TASK ITEM
Some lines below may hold the string "from". Count them and give only the total.

(SOURCE MATERIAL)

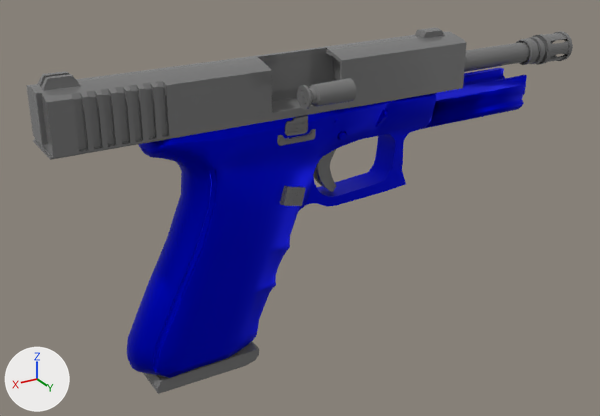
An edit to the FBX model Better Name Pending/Assets/Models and Textures/Models/gun test/pistol glock 22.fbx, drawn before and after from the same camera.
Rendered twice from a 50 mm camera at (-1.43, 0.31, 1.473) aimed at (-1.644, -0.045, 1.295). Every picture has the same lights, and +X, +Y and +Z are marked at lower left. Where no turn or scale is listed for an object, it has been applied to the vertices.

The first picture shows 'barrel', 'bullet chamber OPEN', 'bullet huls', 'flah hider', 'magazine', 'magazine trigger trigger', 'stock', 'trigger'.
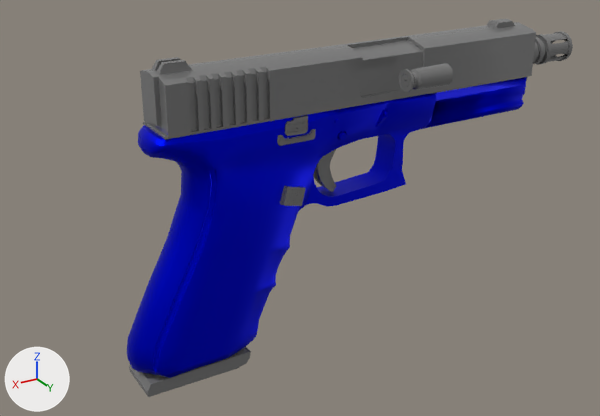
Location of each change, [x1, y1, x2, y2] in pixels of the pictures (600 x 416 px):
'barrel', moved
    before: [26, 28, 466, 160]
    after: [140, 19, 536, 140]
'bullet chamber OPEN', deleted
    before: [264, 53, 340, 112]
'magazine', moved
    before: [143, 341, 259, 394]
    after: [129, 347, 251, 397]
'flah hider', unchanged, covered by the edit
    before: [464, 31, 573, 72]
    after: [533, 31, 573, 65]
'bullet chamber closed', unchanged, uncovered by the edit
    after: [352, 40, 423, 96]

Edits to the bpy script that builds the scene:
```text
Change ob_barrel:
    ob_barrel.location: (-1.5932, -0.0444, 1.3628) -> (-1.6455, -0.0444, 1.3628)
Change ob_magazine:
    ob_magazine.location: (-1.5859, -0.0446, 1.2301) -> (-1.5805, -0.0446, 1.2301)
Remove ob_bullet_chamber_open:
    ob_bullet_chamber_open = bpy.data.objects.new('bullet chamber OPEN', me_plane_004)
    ob_bullet_chamber_open.location = (-1.6351, -0.0383, 1.3613)
```
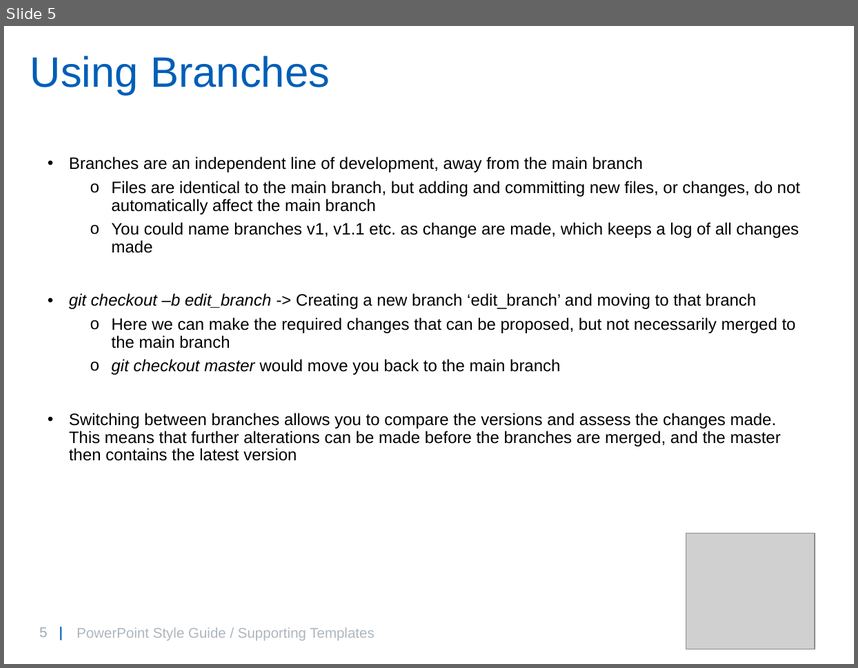
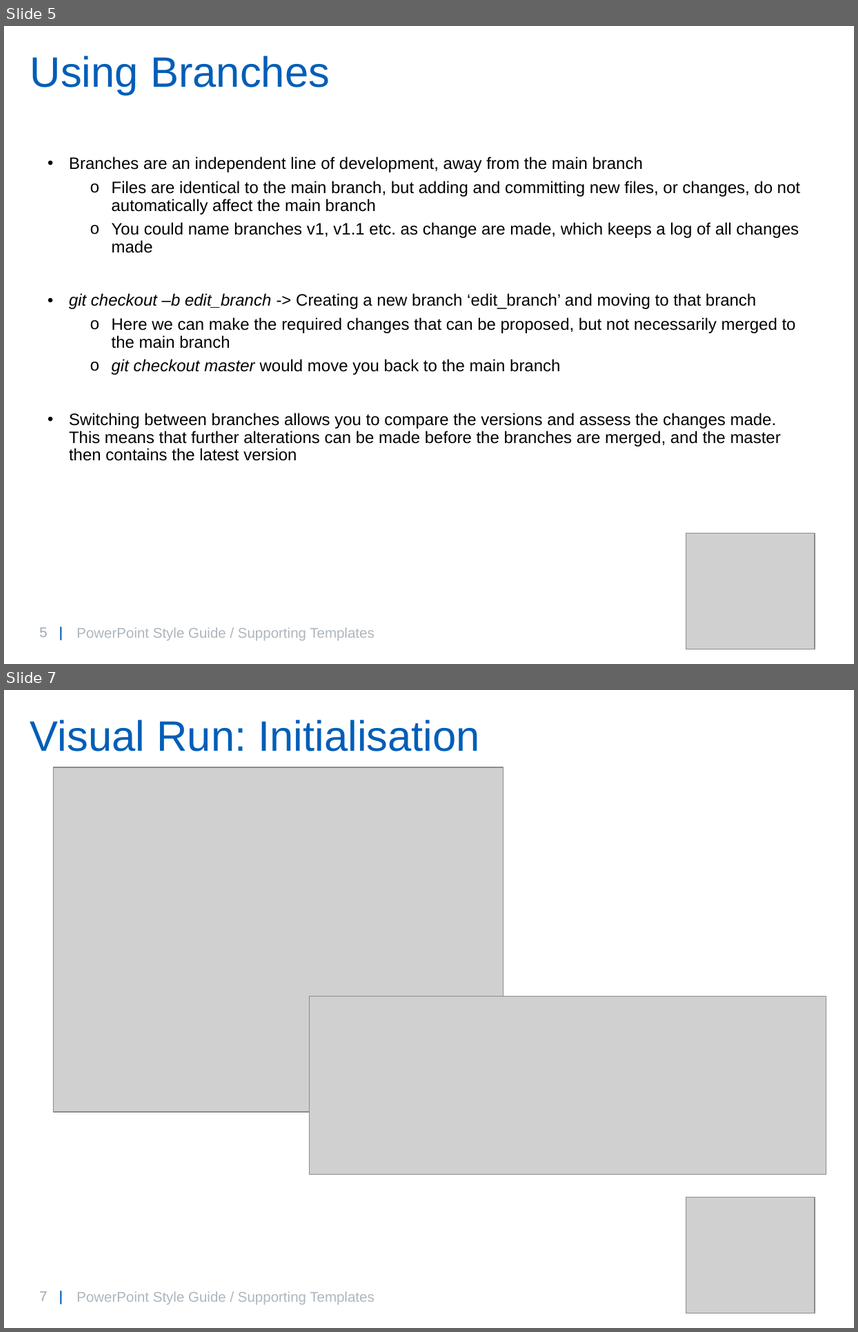
Before and after one commit to willbrooks2/Git_Introduction, a slide deck: GitIntro.pptx. Shown one above the other, each under a label of ours: slide 5 before the commit, slides 5 and 7 after it; the slides between them are not shown. The pictures are 858x668 and 858x1332 pixels, drawn with LibreOffice and Linux fonts; fonts in the diff are those of the drawing; grey boxes stand for pictures; background and template pictures are left out. Boxes give left, top, right and bottom in pixels: in the first picture for what was removed or moved away, otherwise in the second. Text is boxed around its words. In the diff, an @@ line names an element or a change of style, - is before the commit and + after.

```diff
--- a/GitIntro.pptx
+++ b/GitIntro.pptx
@@ slide 7 added at [4,690,854,1328], background #FFFFFF; not listed: 2 template elements that a slide beside it also shows @@
@@ title added at [30,720,480,751], 36 pt, text #005EB8 @@
+Visual Run: Initialisation
@@ picture added at [53,767,503,1112] @@
@@ picture added at [309,996,826,1174] @@
@@ picture added at [686,1196,815,1313] @@
@@ text added at [76,1291,374,1304], 12 pt, text #ADB6BE @@
+PowerPoint Style Guide / Supporting Templates
```
Also in this commit, not shown: 2 slides changed, 4 other slides added.
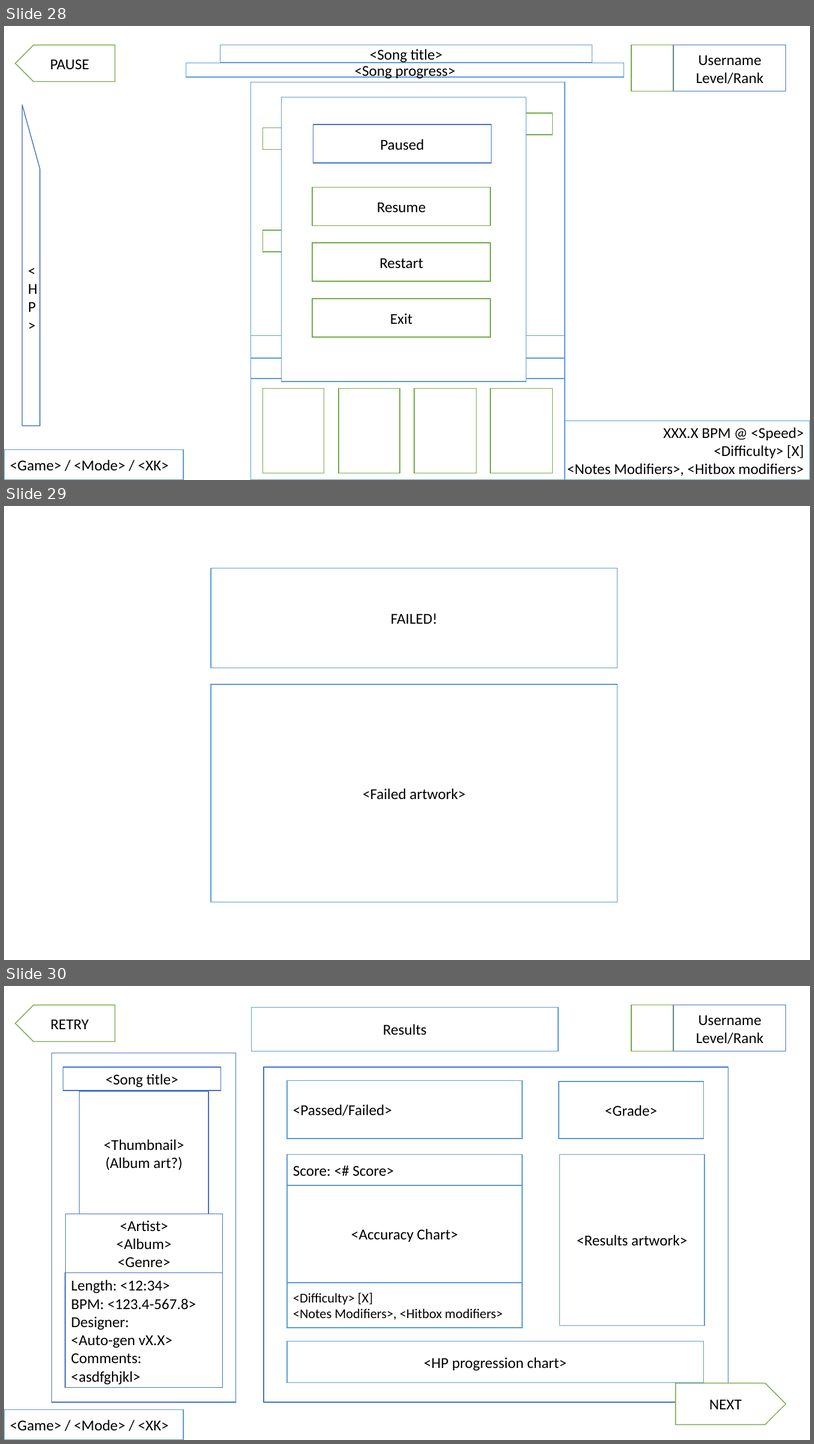
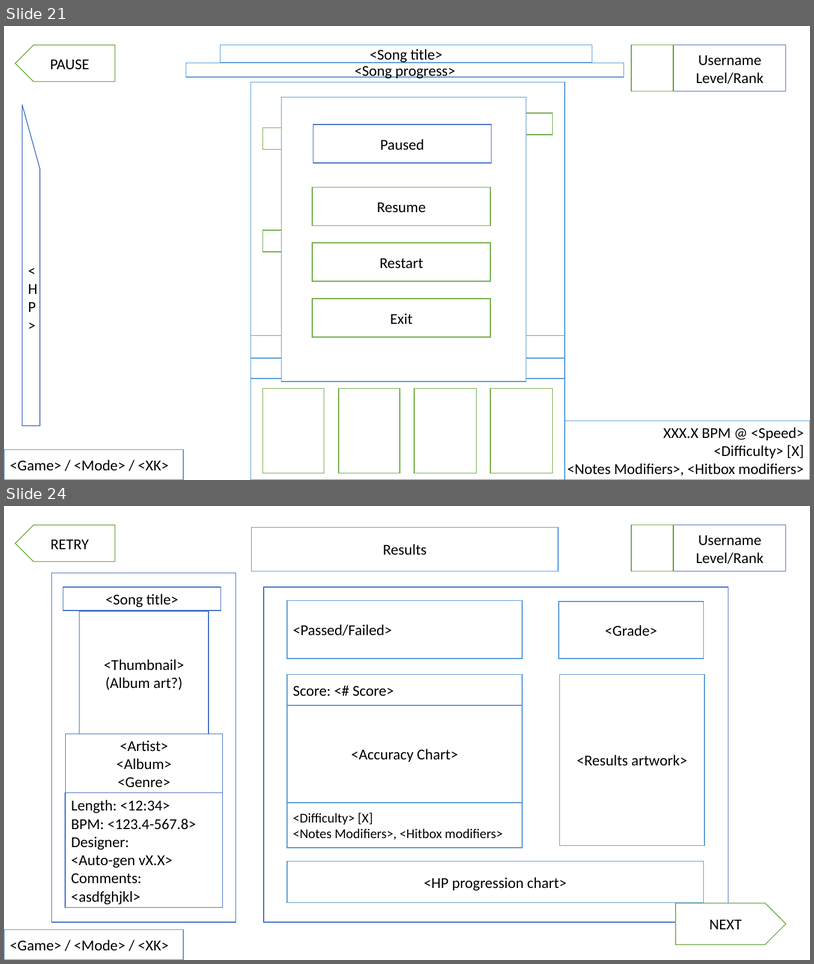
Before and after one commit to OliverMontor/beats2, a slide deck: beats2/Docs/Beats2 - Design Spec.pptx. Shown one above the other, each under a label of ours: slides 28, 29 and 30 before the commit, slides 21 and 24 after it; the slides between them are not shown. The pictures are 814x1444 and 814x964 pixels, drawn with LibreOffice and Linux fonts; fonts in the diff are those of the drawing. Boxes give left, top, right and bottom in pixels: in the first picture for what was removed or moved away, otherwise in the second. Text is boxed around its words. In the diff, an @@ line names an element or a change of style, - is before the commit and + after.

```diff
--- a/beats2/Docs/Beats2 - Design Spec.pptx
+++ b/beats2/Docs/Beats2 - Design Spec.pptx
@@ slide 29 removed at (4,506,810,960), background #FFFFFF @@
@@ rectangle removed at (211,568,617,667) @@
-FAILED!
@@ rectangle removed at (211,684,617,901) @@
-<Failed artwork>
@@ what was slide 28 is now slide 21 @@
@@ what was slide 30 is now slide 24 @@
```
Also in this commit, not shown: 18 slides changed, 5 other slides removed, 7 other files.

(End SOURCE MATERIAL)

WRITTEN ANSWER
2